I've played with one some. Not very impressed. It feels like a good idea (easy video control from the light console) but the implementation isn't ideal. You've got a pi with linux running already, why not support syncing files from network folders? Why no acn support? etc, etc.


----------



## StradivariusBone (Aug 9, 2016)

danTt said:


> why not support syncing files from network folders?

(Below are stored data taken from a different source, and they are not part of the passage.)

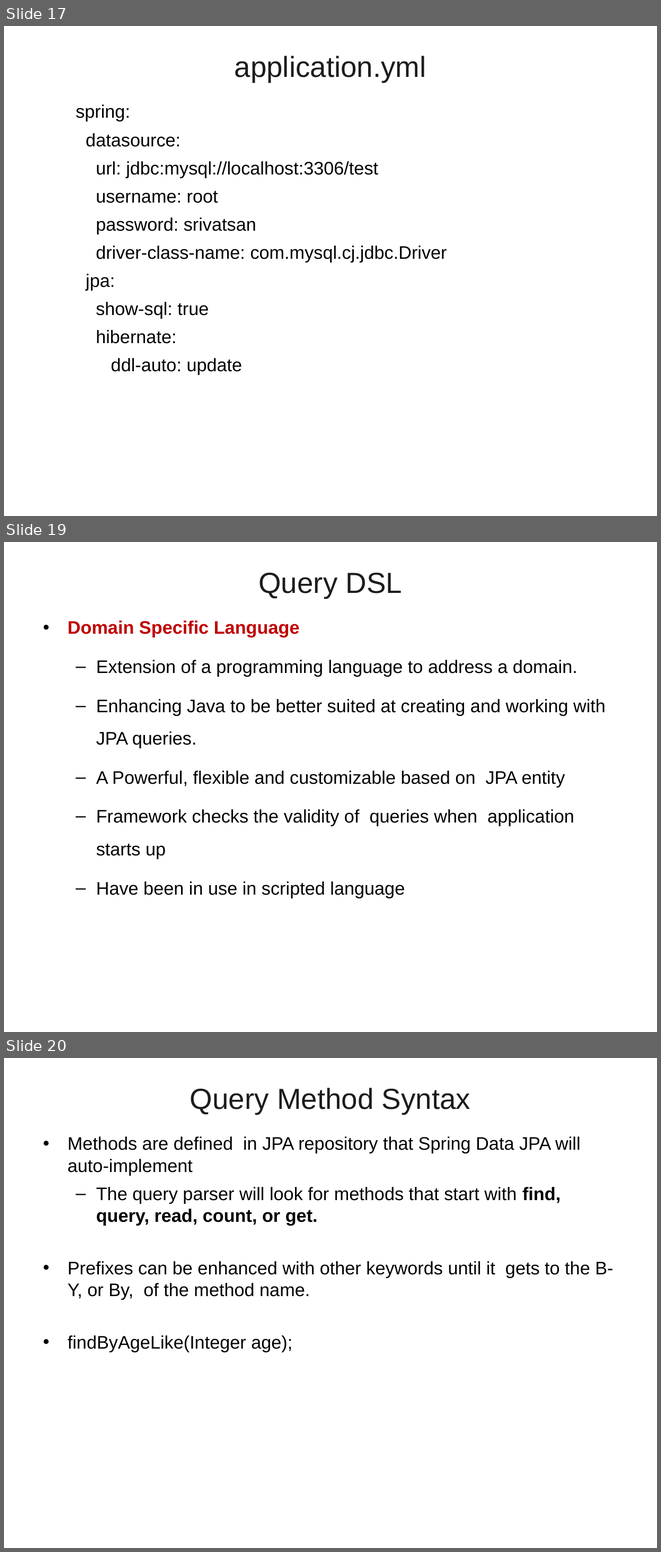
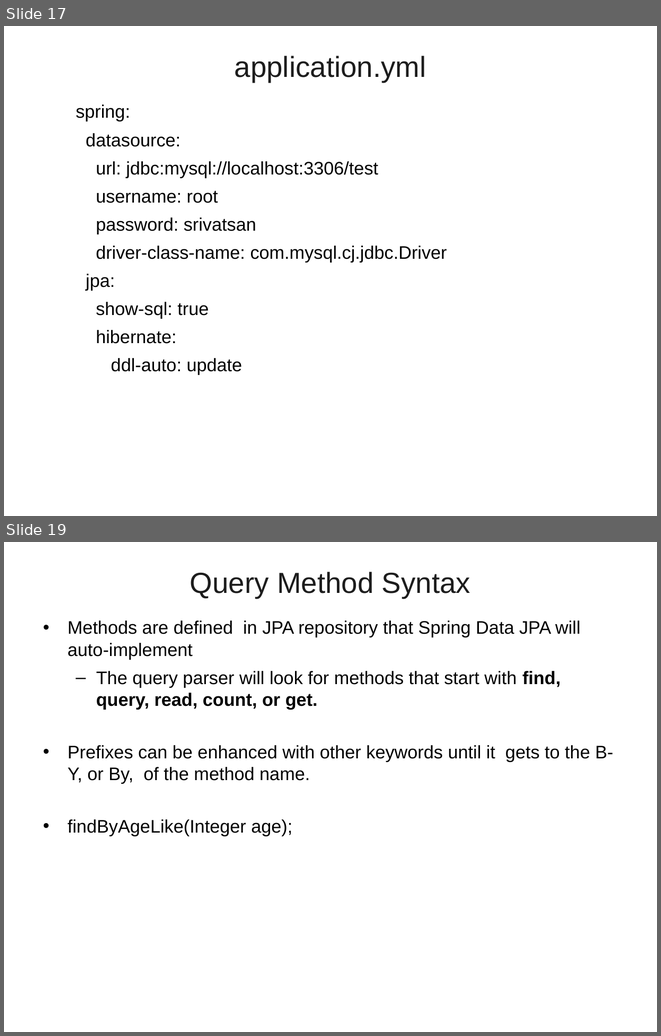
Before and after one commit to vatsanTraining/freshers_dec_2021, a slide deck: Spring_JDBC_JPA.ppt. Shown one above the other, each under a label of ours: slides 17, 19 and 20 before the commit, slides 17 and 19 after it; the slides between them are not shown. The pictures are 661x1552 and 661x1036 pixels, drawn with LibreOffice and Linux fonts; fonts in the diff are those of the drawing; background and template pictures are left out. Boxes give left, top, right and bottom in pixels: in the first picture for what was removed or moved away, otherwise in the second. Text is boxed around its words. In the diff, an @@ line names an element or a change of style, - is before the commit and + after.

```diff
--- a/Spring_JDBC_JPA.ppt
+++ b/Spring_JDBC_JPA.ppt
@@ slide 19 removed at bbox=[4, 542, 657, 1032], background picture (left out) @@
@@ title removed at bbox=[258, 572, 403, 598] @@
-Query DSL
@@ text removed at bbox=[68, 620, 606, 898] @@
-• Domain Specific Language
-  – Extension of a programming language to address a domain.
-  – Enhancing Java to be better suited at creating and working with JPA queries.
-  – A Powerful, flexible and customizable based on JPA entity
-  – Framework checks the validity of queries when application starts up
-  – Have been in use in scripted language
@@ what was slide 20 is now slide 19 @@
```
Also in this commit, not shown: 2 slides changed, 3 slides added, 1 other slide removed, 1 other file.

That was a big one for me. They preloaded the flash drive with all these videos and stills with fades and transitions, etc. Each file was assigned a folder and number (e.g. act I was folder 1, Act II was folder 2). My client didn't want to use all the files so it was a matter of getting the pi to load the image on the projector, figuring out which number the media she wanted actually was, then saving. There's no way to change what's on the flash drive (so far as I know) except for unplugging it and using a computer. At that point, I can't justify it over a PC or Mac based media controller. Granted, a Mac is expensive, but if you've already got one, the QLab licenses are cheaper than the ImageCue.


----------



## ruinexplorer (Aug 9, 2016)

It seemed to me that the ImageCue was intended to be a poor man's media server for the lighting professional. So many of the controls seemed to be ideal if you wanted to busk on a light board, which would eventually be easier than trying to set up something similar on Qlab.


----------



## Bill Hewlett - ImageCue (Aug 15, 2016)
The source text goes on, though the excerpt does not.